1. **Subword Information**:
   - **FastText**: Leverages subwords (character n-grams), which allows it to generate vectors for unseen or misspelled words.
   - **GloVe**: Does not use subwords, which means it cannot handle OOV words and requires retraining to expand vocabulary.

2. **OOV Word Handling**:
   - **FastText**: Can handle OOV words dynamically using subwords. This makes it much more robust to spelling variations, new words, or morphological changes.
   - **GloVe**: Fails with OOV words. If a word wasn’t seen during training, no vector is generated, and the model will return an error.

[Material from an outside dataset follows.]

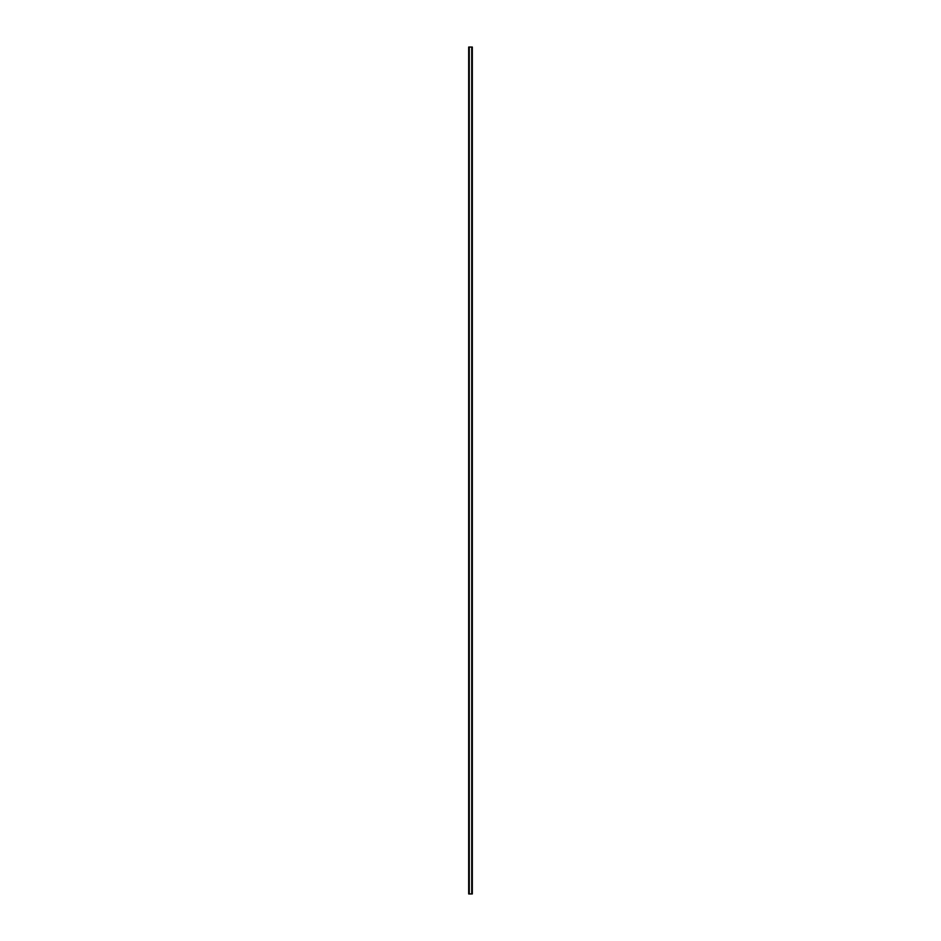 <?xml version="1.0" encoding="UTF-8"?>
<svg xmlns="http://www.w3.org/2000/svg" width="941" height="941" viewBox="0 0 941 941"><rect width="100%" height="100%" fill="white"/><g stroke="black" fill="none" stroke-linecap="round" stroke-linejoin="round"><path stroke-width="1.41" d="M472.217 47.05L468.677 47.05L468.677 893.95L472.323 893.95L472.323 47.05L472.217 893.95M472.147 893.95L472.147 47.05L472.147 893.95M471.723 893.95L471.723 47.05L471.735 893.95M469.265 893.95L469.265 47.05L469.277 893.95M468.853 893.95L468.853 47.05L468.853 893.95M468.677 47.05L468.677 893.95M469.218 47.05L469.218 893.95M471.782 47.05L471.782 893.95M468.747 47.05L468.747 893.95M468.783 47.05L468.783 893.95M468.924 47.05L468.924 893.95M472.076 47.05L472.076 893.95M472.253 47.05L472.253 893.95"/></g></svg>

3. **Vocabulary Expansion**:
   - **FastText**: Does not expand its vocabulary after training, but it dynamically generates vectors using subwords.
   - **GloVe**: No vocabulary expansion is possible unless the model is retrained.

4. **Efficiency in Handling Misspellings**:
   - **FastText**: Handles minor variations and misspellings well because it can still create vectors based on subwords.
   - **GloVe**: Treats misspellings as entirely new words and fails to generate a vector unless explicitly trained on those variations.